As reflected in the accompanying financial statements, we have an accumulated deficit of $1,758,830 at December 31, 2014, had a net loss of $1,726,337, and used net cash of $677,385 in operating activities for year ended December 31, 2014. This raises substantial doubt about our ability to continue as a going concern.

While we are attempting to increase operations and revenues, our cash position may not be significant enough to support our daily operations. Management intends to raise additional funds by way of debt and equity financing. Management believes that the actions presently being taken to further implement our business plan and generate increased revenues provide the opportunity for us to continue as a going concern. While we believe in the viability of our strategy to generate increased revenues and in our ability to raise additional funds, there can be no assurances to that effect. Our ability to continue as a going concern is dependent upon our ability to further implement our business plan and generate increased revenues.

The consolidated financial statements do not include any adjustments that might be necessary if we are unable to continue as a going concern.

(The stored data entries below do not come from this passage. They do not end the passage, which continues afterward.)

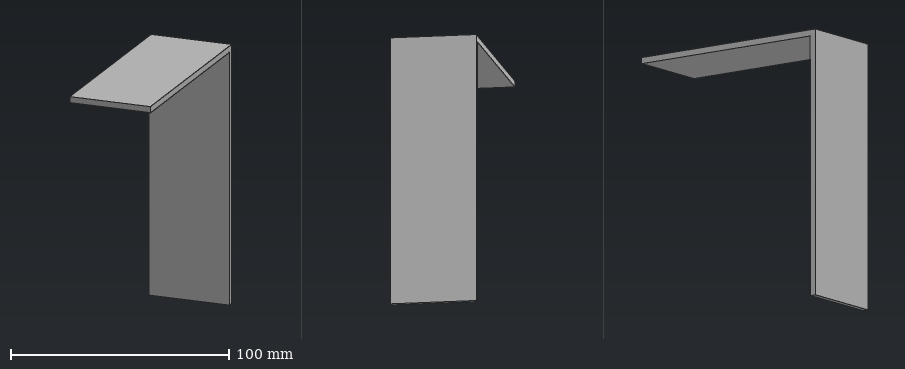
import cadquery as cq

width = 40.0
depth = 100.0
height = 125.0
thickness = 3.0

top_flange = cq.Workplane("XY").box(width, depth, thickness, centered=(True, True, False))
top_flange = top_flange.translate((0, 0, height - thickness))

back_flange = cq.Workplane("XY").box(width, thickness, height, centered=(True, True, False))
back_flange = back_flange.translate((0, (depth - thickness) / 2, 0))

result = top_flange.union(back_flange)
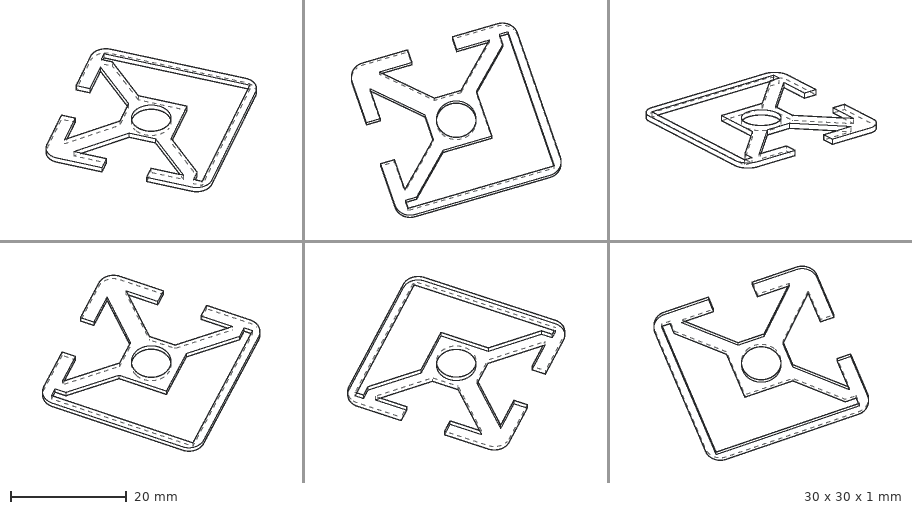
import cadquery as cq

side = 30.0
thickness = 1.0
corner_radius = 2.75
half = side / 2

core_half = 4.92
bore_diameter = 6.85

slot_opening = 8.1
lip_thickness = 2.52
arm_offset = 2.52

wall = 1.5
end_wall = 2.0
chamber_step = 11.95
chamber_arm_offset = 0.95


def mirror_diagonal(points):
    """Reflect points across the line y = x, reversing their order."""
    return [(y, x) for x, y in reversed(points)]


def prism(points):
    return cq.Workplane("XY").polyline(points).close().extrude(thickness)


def slot_outline():
    """T-slot entering from the -X side, narrowing towards the core."""
    lip_inside = -half + lip_thickness
    slot_half_width = -lip_inside - arm_offset
    root_half_width = core_half - arm_offset
    upper = [
        (-half, slot_opening / 2),
        (lip_inside, slot_opening / 2),
        (lip_inside, slot_half_width),
        (-core_half, root_half_width),
    ]
    return upper + [(x, -y) for x, y in reversed(upper)]


def chamber_outline():
    """L-shaped chamber wrapped around the core, symmetric about y = x."""
    inner_wall = half - wall
    chamber_end = -half + end_wall
    upper = [
        (core_half, core_half),
        (chamber_arm_offset - core_half, core_half),
        (chamber_arm_offset - chamber_step, chamber_step),
        (chamber_end, chamber_step),
        (chamber_end, inner_wall),
    ]
    outer_corner = [(inner_wall, inner_wall)]
    return upper + outer_corner + mirror_diagonal(upper[1:])


plate = cq.Workplane("XY").rect(side, side).extrude(thickness)
plate = plate.edges("|Z").fillet(corner_radius)
bore = cq.Workplane("XY").circle(bore_diameter / 2).extrude(thickness)

result = plate.cut(bore).cut(prism(chamber_outline()))
for outline in (slot_outline(), mirror_diagonal(slot_outline())):
    result = result.cut(prism(outline))
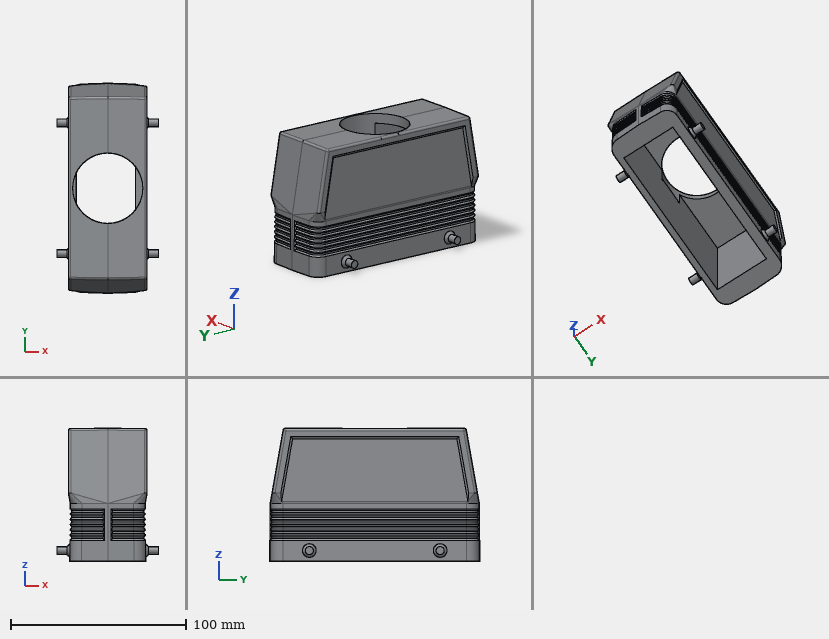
import cadquery as cq
import math

base_half_width = 21.7
base_half_length = 60.0
base_corner_radius = 7.0
base_end_angle = 2.0
wall_draft = 0.5
skirt_height = 12.0
neck_top = 33.0

groove_count = 6
groove_pitch = 3.0
groove_depth = 0.85
groove_flank_height = 1.0
end_rib_width = 3.2
groove_top = skirt_height + groove_count * groove_pitch

total_height = 76.0
body_half_width = 22.5
body_end_angle = 0.7
body_end_taper = 10.0
body_edge_radius = 1.5
top_rim_radius = 1.4
roof_angle = 0.5
shoulder_top = 39.0

panel_top = 71.2
panel_half_length_top = 47.9
panel_depth = 0.9
panel_bevel = 1.3

pin_radius = 2.3
pin_tip = 29.0
pin_height = 6.15
pin_spacing = 74.6
collar_radius = 3.9
collar_tip = 23.3
pin_root = 20.0

cavity_x_min = -17.9
cavity_x_max = 15.7
cavity_half_length = 48.0
cavity_roof = 70.0
cable_hole_radius = 20.0
cable_hole_depth = 20.0


def tan_deg(angle):
    return math.tan(math.radians(angle))


def outline(z, half_width, half_length, end_angle, radius):
    """Rounded rectangle whose ends are shallow Vs with the crease at x = 0."""
    lean = math.radians(end_angle)
    centre_x = half_width - radius
    centre_y = half_length - radius / math.cos(lean) - centre_x * math.tan(lean)

    def on_corner(angle):
        return centre_x + radius * math.cos(angle), centre_y + radius * math.sin(angle)

    arc_sweep = math.pi / 2 - lean
    ax, ay = on_corner(0)
    mx, my = on_corner(arc_sweep / 2)
    bx, by = on_corner(arc_sweep)
    return (
        cq.Workplane("XY", origin=(0, 0, z))
        .moveTo(ax, -ay)
        .lineTo(ax, ay)
        .threePointArc((mx, my), (bx, by))
        .lineTo(0, half_length)
        .lineTo(-bx, by)
        .threePointArc((-mx, my), (-ax, ay))
        .lineTo(-ax, -ay)
        .threePointArc((-mx, -my), (-bx, -by))
        .lineTo(0, -half_length)
        .lineTo(bx, -by)
        .threePointArc((mx, -my), (ax, -ay))
        .close()
        .wires()
        .val()
    )


def base_outline(z, inset=0.0):
    """Section of the drafted block at height z, optionally moved inward."""
    shrink = inset + z * tan_deg(wall_draft)
    return outline(
        z,
        base_half_width - shrink,
        base_half_length - shrink,
        base_end_angle,
        base_corner_radius - inset,
    )


def loft(*sections):
    """Solid with straight walls from each section to the next."""
    return cq.Workplane(cq.Solid.makeLoft(list(sections), True))


def make_grooved_block():
    """Plain skirt, grooves all the way round, and the plain collar under the shoulder."""
    sections = [base_outline(0), base_outline(skirt_height)]
    for index in range(groove_count):
        bottom = skirt_height + index * groove_pitch
        top = bottom + groove_pitch
        sections.append(base_outline(bottom + groove_flank_height, groove_depth))
        sections.append(base_outline(top - groove_flank_height, groove_depth))
        sections.append(base_outline(top))
    sections.append(base_outline(neck_top))
    return loft(*sections)


def make_end_rib():
    """Upright at the +Y end, widening towards its root, as deep as the grooves."""
    root_y = cavity_half_length
    root_half_width = end_rib_width / 2 + base_half_length - root_y
    return (
        cq.Workplane("XY", origin=(0, 0, skirt_height))
        .polyline([
            (-root_half_width, root_y),
            (root_half_width, root_y),
            (end_rib_width / 2, base_half_length),
            (-end_rib_width / 2, base_half_length),
        ])
        .close()
        .extrude(groove_top - skirt_height)
        .intersect(loft(base_outline(0), base_outline(neck_top)))
    )


def body_half_length(z):
    neck_half_length = base_half_length - neck_top * tan_deg(wall_draft)
    return neck_half_length - (z - neck_top) * tan_deg(body_end_taper)


def make_body():
    """Tapered upper block, rounded on top and necked down below the shoulder."""
    def body_outline(z):
        return outline(z, body_half_width, body_half_length(z), body_end_angle, body_edge_radius)

    block = loft(body_outline(neck_top), body_outline(total_height))
    eave_height = total_height - body_half_width * tan_deg(roof_angle)
    half_envelope = (
        cq.Workplane("XZ")
        .polyline([
            (0, 0),
            (body_half_width, 0),
            (body_half_width, eave_height),
            (0, total_height),
        ])
        .close()
        .extrude(base_half_length, both=True)
    )
    half = block.intersect(half_envelope)
    half = half.faces(">Z").edges("not(<X)").fillet(top_rim_radius)
    block = half.union(half.mirror("YZ"))

    corner_x = body_half_width - body_edge_radius
    extra_length = corner_x * (tan_deg(base_end_angle) - tan_deg(body_end_angle))
    shoulder_outline = outline(
        shoulder_top,
        body_half_width,
        body_half_length(shoulder_top) + extra_length,
        base_end_angle,
        body_edge_radius,
    )
    shoulder = loft(base_outline(neck_top), shoulder_outline)
    above_shoulder = (
        cq.Workplane("XY", origin=(0, 0, shoulder_top))
        .rect(2 * body_half_width, 2 * base_half_length)
        .extrude(total_height - shoulder_top)
    )
    return block.intersect(above_shoulder).union(block.intersect(shoulder))


def panel_cutter():
    """Bevelled recess on the -X side, following the taper of the body ends."""
    def panel_outline(x, inset):
        top = panel_top - inset
        half_top = panel_half_length_top - inset + inset * tan_deg(body_end_taper)
        half_bottom = half_top + (top - neck_top) * tan_deg(body_end_taper)
        return cq.Wire.makePolygon(
            [
                cq.Vector(x, -half_bottom, neck_top),
                cq.Vector(x, half_bottom, neck_top),
                cq.Vector(x, half_top, top),
                cq.Vector(x, -half_top, top),
            ],
            close=True,
        )

    return loft(
        panel_outline(-body_half_width, 0),
        panel_outline(-body_half_width + panel_depth, panel_bevel),
    )


def make_pin(y):
    """Locking pin with a conical collar on the -X side."""
    wall_x = base_half_width - pin_height * tan_deg(wall_draft)
    return (
        cq.Workplane("XY", origin=(0, y, pin_height))
        .moveTo(-pin_root, 0)
        .lineTo(-pin_root, -collar_radius)
        .lineTo(-wall_x, -collar_radius)
        .lineTo(-collar_tip, -pin_radius)
        .lineTo(-pin_tip, -pin_radius)
        .lineTo(-pin_tip, 0)
        .close()
        .revolve(360, (0, 0, 0), (1, 0, 0))
    )


def cut_interior(hood):
    cavity = (
        cq.Workplane("XY")
        .center((cavity_x_min + cavity_x_max) / 2, 0)
        .rect(cavity_x_max - cavity_x_min, 2 * cavity_half_length)
        .extrude(cavity_roof)
    )
    cable_hole = (
        cq.Workplane("XY", origin=(0, 0, total_height - cable_hole_depth))
        .circle(cable_hole_radius)
        .extrude(cable_hole_depth)
    )
    return hood.cut(cavity.union(cable_hole))


def make_attachments():
    """The two end ribs and the four locking pins, joined to the hood in one step."""
    rib = make_end_rib()
    solids = [rib.val(), rib.mirror("XZ").val()]
    for pin_y in (-pin_spacing / 2, pin_spacing / 2):
        pin = make_pin(pin_y)
        solids += [pin.val(), pin.mirror("YZ").val()]
    return cq.Workplane("XY").newObject(solids)


panel = panel_cutter()
body = make_body().cut(panel).cut(panel.mirror("YZ"))
hood = make_grooved_block().union(body).union(make_attachments())
result = cut_interior(hood)
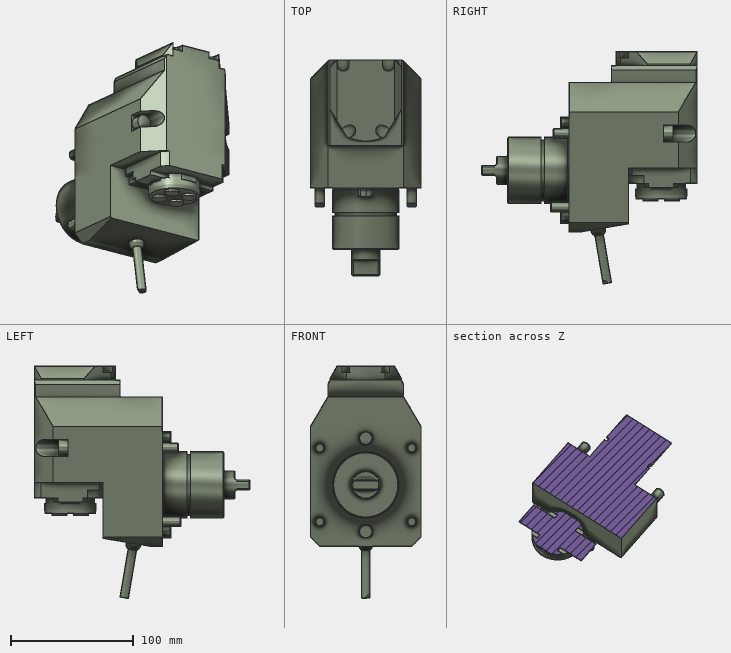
import cadquery as cq
import math


clearance = 1.9

half_width = 45.0
back_y = 104.2
roof_z = 71.7
roof_half_width = 30.8
shoulder_z = 47.7
base_z = -50.1
base_chamfer = 7.8
back_chamfer = 15.3
rear_front_y = 48.5
rear_floor_z = 1.9
slope_start_y = 9.3
slope_end_z = -43.5
base_tilt = math.atan2(slope_end_z - base_z, rear_front_y - slope_start_y)

cap_front_y = 34.5
cap_z = 85.3
cap_edge_z = 81.7
cap_half_width = 29.1
cap_ledge = 0.4

cover_z = 96.6
cover_rim_z = 86.5
cover_half_width = 23.5
cover_back_chamfer = 5.7
cover_side_front_y = 64.0
cover_nose_half_width = 15.5
cover_nose_radius = 36.7
notch_radius = 4.7
notch_depth = 5.3
rear_notch_x = 18.3
rear_notch_y = 99.9
nose_notch_x = 12.9
nose_notch_y = 46.5
nose_notch_angle = 30

channel_z = 30.0
channel_width = 13.8
channel_axis_x = 37.8
channel_end_y = 76.8
clamp_head_diameter = 13.0
clamp_head_length = 8.0

shank_diameter = 54.0
relief_diameter = 53.5
relief_length = 1.5
groove_diameter = 50.0
groove_start = 20.0
groove_end = 22.9
shank_length = 50.1
shank_chamfer = 1.0
neck_diameter = 23.0
neck_length = 8.9
neck_chamfer = 0.8
tang_thickness = 8.3
tang_length = 12.5
tang_chamfer = 1.0
tang_fillet = 1.7
tang_flat_half_width = 9.8

plug_diameter = 12.0
plug_z = 38.0
plug_length = 7.2
plug_chamfer = 1.0
plug_ridge = 5.3
plug_flat_edge = 4.3
screw_diameter = 8.0
screw_tip_diameter = 6.5
screw_x = 37.5
screw_z = 30.0
upper_screw_length = 13.0
lower_screw_length = 15.3

output_y = 74.9
pad_half_width = 31.5
pad_bottom_z = -10.5
pad_corner_radius = 39.5
pad_recess_x = 26.1
pad_recess_y = 61.0
pad_recess_z = -4.2
pad_recess_fillet = 5.3
tab_half_length = 10.2
tab_bottom_z = -14.0
ring_diameter = 42.0
ring_bottom_z = -23.0
ring_edge_z = -20.0
ring_taper = 0.5
ring_flat = 19.7
ring_flat_z = -15.3
ring_slot_half_length = 13.6
ring_slot_inner_x = 10.4
foot_diameter = 12.1
foot_offset = 8.7
foot_height = 1.7

ball_radius = 6.0
ball_y = 23.6
ball_z = -48.0
cable_diameter = 7.0
cable_end_z = -92.5
cable_bevel_width = 1.5
cable_bevel_length = 2.8
cable_bevel_turn = 45


def block(x_range, y_range, z_range):
    """Box given by its limits along each axis."""
    limits = (x_range, y_range, z_range)
    sizes = [high - low for low, high in limits]
    corner = tuple(low for low, high in limits)
    return cq.Workplane("XY").box(*sizes, centered=False).translate(corner)


def profile_along_y(points, start_y, end_y):
    """Outline of (x, z) points extruded between two Y places."""
    outline = cq.Workplane("XZ", origin=(0, start_y, 0)).polyline(points).close()
    return outline.extrude(start_y - end_y)


def mirrored(right_side):
    """Closed symmetric outline from its right-hand points."""
    return right_side + [(-x, z) for x, z in reversed(right_side)]


def rod(x, z, start_y, end_y, diameter):
    """Cylinder along Y between two Y places."""
    plane = cq.Workplane("XZ", origin=(x, start_y, z))
    return plane.circle(diameter / 2).extrude(start_y - end_y)


def make_housing():
    body = profile_along_y(
        mirrored([
            (roof_half_width, roof_z),
            (half_width, shoulder_z),
            (half_width, base_z + base_chamfer),
            (half_width - base_chamfer, base_z),
        ]),
        0, back_y,
    )
    cap = profile_along_y(
        mirrored([
            (cap_half_width, cap_z),
            (roof_half_width, cap_edge_z),
            (roof_half_width, roof_z),
        ]),
        cap_front_y, back_y,
    )
    ledge = block(
        (-roof_half_width, roof_half_width),
        (cap_front_y - cap_ledge, cap_front_y),
        (rear_floor_z, roof_z + cap_ledge),
    )
    side_profile = (
        cq.Workplane("YZ")
        .polyline([
            (0, base_z), (slope_start_y, base_z), (rear_front_y, slope_end_z),
            (rear_front_y, rear_floor_z), (back_y, rear_floor_z),
            (back_y, cap_z), (0, cap_z),
        ])
        .close()
        .extrude(half_width, both=True)
    )
    plan = (
        cq.Workplane("XY", origin=(0, 0, base_z))
        .polyline(mirrored([
            (half_width, 0),
            (half_width, back_y - back_chamfer),
            (half_width - back_chamfer, back_y),
        ]))
        .close()
        .extrude(cap_z - base_z)
    )
    return body.union(cap).union(ledge).intersect(side_profile).intersect(plan)


def make_notch(x, y, angle):
    """Round-ended notch in the cover top, open in the direction of the angle."""
    height = notch_depth
    run = 2 * notch_radius
    notch = cq.Workplane("XY").circle(notch_radius).extrude(height)
    notch = notch.union(block((0, run), (-notch_radius, notch_radius), (0, height)))
    return notch.rotate((0, 0, 0), (0, 0, 1), angle).translate((x, y, cover_z - height))


def make_cover():
    nose_y = output_y - math.sqrt(cover_nose_radius**2 - cover_nose_half_width**2)
    plan = (
        cq.Workplane("XY", origin=(0, 0, cap_z))
        .moveTo(-cover_half_width, back_y)
        .lineTo(cover_half_width, back_y)
        .lineTo(cap_half_width, back_y - cover_back_chamfer)
        .lineTo(cap_half_width, cover_side_front_y)
        .lineTo(cover_nose_half_width, nose_y)
        .threePointArc((0, output_y - cover_nose_radius), (-cover_nose_half_width, nose_y))
        .lineTo(-cap_half_width, cover_side_front_y)
        .lineTo(-cap_half_width, back_y - cover_back_chamfer)
        .close()
        .extrude(cover_z - cap_z)
    )
    section = profile_along_y(
        mirrored([
            (cover_half_width, cover_z),
            (cap_half_width, cover_rim_z),
            (cap_half_width, cap_z),
        ]),
        0, back_y,
    )
    cover = plan.intersect(section)
    for side in (-1, 1):
        cover = cover.cut(make_notch(side * rear_notch_x, rear_notch_y, 90))
        nose_angle = -90 + side * (90 - nose_notch_angle)
        cover = cover.cut(make_notch(side * nose_notch_x, nose_notch_y, nose_angle))
    return cover


def make_channel(side):
    """Round-floored channel, open to the side and the rear."""
    half = channel_width / 2
    floor_x = side * channel_axis_x
    channel = rod(floor_x, channel_z, channel_end_y, back_y, channel_width)
    x_range = sorted((floor_x, side * (half_width + clearance)))
    opening = block(x_range, (channel_end_y, back_y), (channel_z - half, channel_z + half))
    return channel.union(opening)


def make_clamp_head(side):
    end_y = channel_end_y + clamp_head_length
    return rod(side * channel_axis_x, channel_z, rear_front_y, end_y, clamp_head_diameter)


def make_ring_cutter(start, end, floor_diameter):
    """Ring that turns the shank down between two distances from the flange."""
    outer = rod(0, 0, -start, -end, shank_diameter + clearance)
    return outer.cut(rod(0, 0, -start, -end, floor_diameter))


def make_spindle():
    shank = rod(0, 0, 0, -shank_length, shank_diameter)
    shank = shank.faces("<Y").chamfer(shank_chamfer)
    shank = shank.cut(make_ring_cutter(0, relief_length, relief_diameter))
    shank = shank.cut(make_ring_cutter(groove_start, groove_end, groove_diameter))
    return shank


def make_tang():
    """Neck whose end is milled down to a flat driving tang."""
    neck_y = -shank_length - neck_length
    tip_y = neck_y - tang_length
    neck = rod(0, 0, -shank_length, neck_y, neck_diameter).faces("<Y").chamfer(neck_chamfer)
    round_tang = rod(0, 0, -shank_length, tip_y, neck_diameter).faces("<Y").chamfer(tang_chamfer)
    flat = tang_thickness / 2
    root_y = neck_y - tang_fillet
    arc_middle = tang_fillet * (1 - math.sqrt(0.5))
    slab = (
        cq.Workplane("YZ")
        .moveTo(tip_y, flat - tang_chamfer)
        .lineTo(tip_y + tang_chamfer, flat)
        .lineTo(root_y, flat)
        .threePointArc((neck_y - arc_middle, flat + arc_middle), (neck_y, flat + tang_fillet))
        .lineTo(-shank_length, flat + tang_fillet)
        .lineTo(-shank_length, 0)
        .lineTo(tip_y, 0)
        .close()
        .extrude(neck_diameter, both=True)
    )
    bevel_run = neck_diameter / 2 - tang_flat_half_width
    bevel = profile_along_y(
        [
            (tang_flat_half_width, flat),
            (tang_flat_half_width + bevel_run, flat),
            (tang_flat_half_width + bevel_run, flat - bevel_run),
        ],
        tip_y, root_y,
    )
    slab = slab.cut(bevel).cut(bevel.mirror("YZ"))
    slab = slab.union(slab.mirror("XY"))
    return neck.union(round_tang.intersect(slab))


def make_plug():
    """Plug on the flange face with two flats along its upper side."""
    radius = plug_diameter / 2
    edge_z = math.sqrt(radius**2 - plug_flat_edge**2)
    plug = rod(0, 0, 0, -plug_length, plug_diameter).faces("<Y").chamfer(plug_chamfer)
    above_flats = profile_along_y(
        [
            (0, plug_ridge), (plug_flat_edge, edge_z), (plug_flat_edge, radius),
            (-plug_flat_edge, radius), (-plug_flat_edge, edge_z),
        ],
        -plug_length, 0,
    )
    return plug.cut(above_flats).translate((0, 0, plug_z))


def make_flange_hardware():
    plug = make_plug()
    parts = [plug, plug.mirror("XY")]
    for side in (-1, 1):
        screw_length = upper_screw_length if side > 0 else lower_screw_length
        for x in (-screw_x, screw_x):
            screw = rod(x, side * screw_z, 0, -screw_length, screw_diameter)
            parts.append(screw.faces("<Y").chamfer((screw_diameter - screw_tip_diameter) / 2))
    return parts


def make_pad():
    """Pad with round corners under the rear housing, recessed at the front."""
    pad = block(
        (-pad_half_width, pad_half_width), (rear_front_y, back_y), (pad_bottom_z, rear_floor_z)
    )
    disc = cq.Workplane("XY", origin=(0, output_y, pad_bottom_z)).circle(pad_corner_radius)
    pad = pad.intersect(disc.extrude(rear_floor_z - pad_bottom_z))
    for side in (-1, 1):
        x_range = sorted((side * pad_recess_x, side * (pad_half_width + clearance)))
        recess = block(x_range, (rear_front_y, pad_recess_y), (pad_bottom_z, pad_recess_z))
        inner_edge = cq.NearestToPointSelector((side * pad_recess_x, pad_recess_y, pad_recess_z))
        recess = recess.edges("|Z").edges(inner_edge).fillet(pad_recess_fillet)
        pad = pad.cut(recess)
        tab_x = sorted((side * ring_slot_inner_x, side * pad_half_width))
        tab_y = (output_y - tab_half_length, output_y + tab_half_length)
        pad = pad.union(block(tab_x, tab_y, (tab_bottom_z, pad_bottom_z)))
    return pad


def make_output_ring():
    radius = ring_diameter / 2
    ring = (
        cq.Workplane("XZ")
        .polyline([
            (0, pad_bottom_z), (radius, pad_bottom_z), (radius, ring_edge_z),
            (radius - ring_taper, ring_bottom_z), (0, ring_bottom_z),
        ])
        .close()
        .revolve(360, (0, 0, 0), (0, 1, 0))
    )
    flat = block((ring_flat, radius), (-radius, radius), (ring_flat_z, pad_bottom_z))
    slot = block(
        (ring_slot_inner_x, radius), (-ring_slot_half_length, ring_slot_half_length),
        (tab_bottom_z, pad_bottom_z),
    )
    for quarter in range(4):
        ring = ring.cut(flat.rotate((0, 0, 0), (0, 0, 1), 90 * quarter))
    ring = ring.cut(slot).cut(slot.mirror("YZ"))
    feet = (
        cq.Workplane("XY", origin=(0, 0, ring_bottom_z))
        .rect(2 * foot_offset, 2 * foot_offset, forConstruction=True)
        .vertices()
        .circle(foot_diameter / 2)
        .extrude(-foot_height)
    )
    return ring.union(feet).translate((0, output_y, 0))


def make_cable():
    """Ball joint and straight cable, square to the sloped base."""
    radius = cable_diameter / 2
    bevel_half_angle = math.acos(1 - cable_bevel_width / radius)
    lowest_angle = bevel_half_angle - math.radians(cable_bevel_turn)
    end_drop = radius * math.cos(lowest_angle) * math.sin(base_tilt)
    length = (ball_z - cable_end_z - end_drop) / math.cos(base_tilt)
    cable = cq.Workplane("XY").circle(radius).extrude(-length)
    bevel = (
        cq.Workplane("YZ")
        .polyline([
            (-radius, -length), (cable_bevel_width - radius, -length),
            (-radius, cable_bevel_length - length),
        ])
        .close()
        .extrude(radius, both=True)
        .rotate((0, 0, 0), (0, 0, 1), cable_bevel_turn)
    )
    cable = cable.cut(bevel).union(cq.Workplane("XY").sphere(ball_radius))
    cable = cable.rotate((0, 0, 0), (1, 0, 0), math.degrees(base_tilt))
    return cable.translate((0, ball_y, ball_z))


result = make_housing().union(make_cover())
for side in (-1, 1):
    result = result.cut(make_channel(side)).union(make_clamp_head(side))
result = result.union(make_pad()).union(make_output_ring())
result = result.union(make_spindle()).union(make_tang())
for hardware in make_flange_hardware():
    result = result.union(hardware)
result = result.union(make_cable())

NOTE 4 – PROPERTY AND EQUIPMENT

Furniture, fixtures, and equipment, stated at cost, less accumulated depreciation at December 31, consisted of the following:

December 31, 2014 December 31, 2013 Furniture, fixtures, and equipment $ 8,403 $ -

Less: accumulated depreciation (416) -

Fixed assets, net $ 7,987 $ -

Depreciation expense

Depreciation expense for the years ended December 31, 2014 and 2013, was $416 and $0, respectively. NOTE 5 – SOFTWARE LICENSE

Effective February 12, 2015, we entered into an exclusive licensing agreement with Loyl.Me, an established provider of automated marketing and customer relationship management software. The licensing agreement allows us the opportunity for perpetual and exclusive rights and ability to provide the cannabis community a convenient, cost- effective, and streamlined technology that is widely used in the non-cannabis industry. The technology is being branded as “CannaCash BumpUp.” The agreement requires six installment payments of $25,000 each. The first $25,000 was paid in October 2014 in conjunction with the signing of a letter of intent.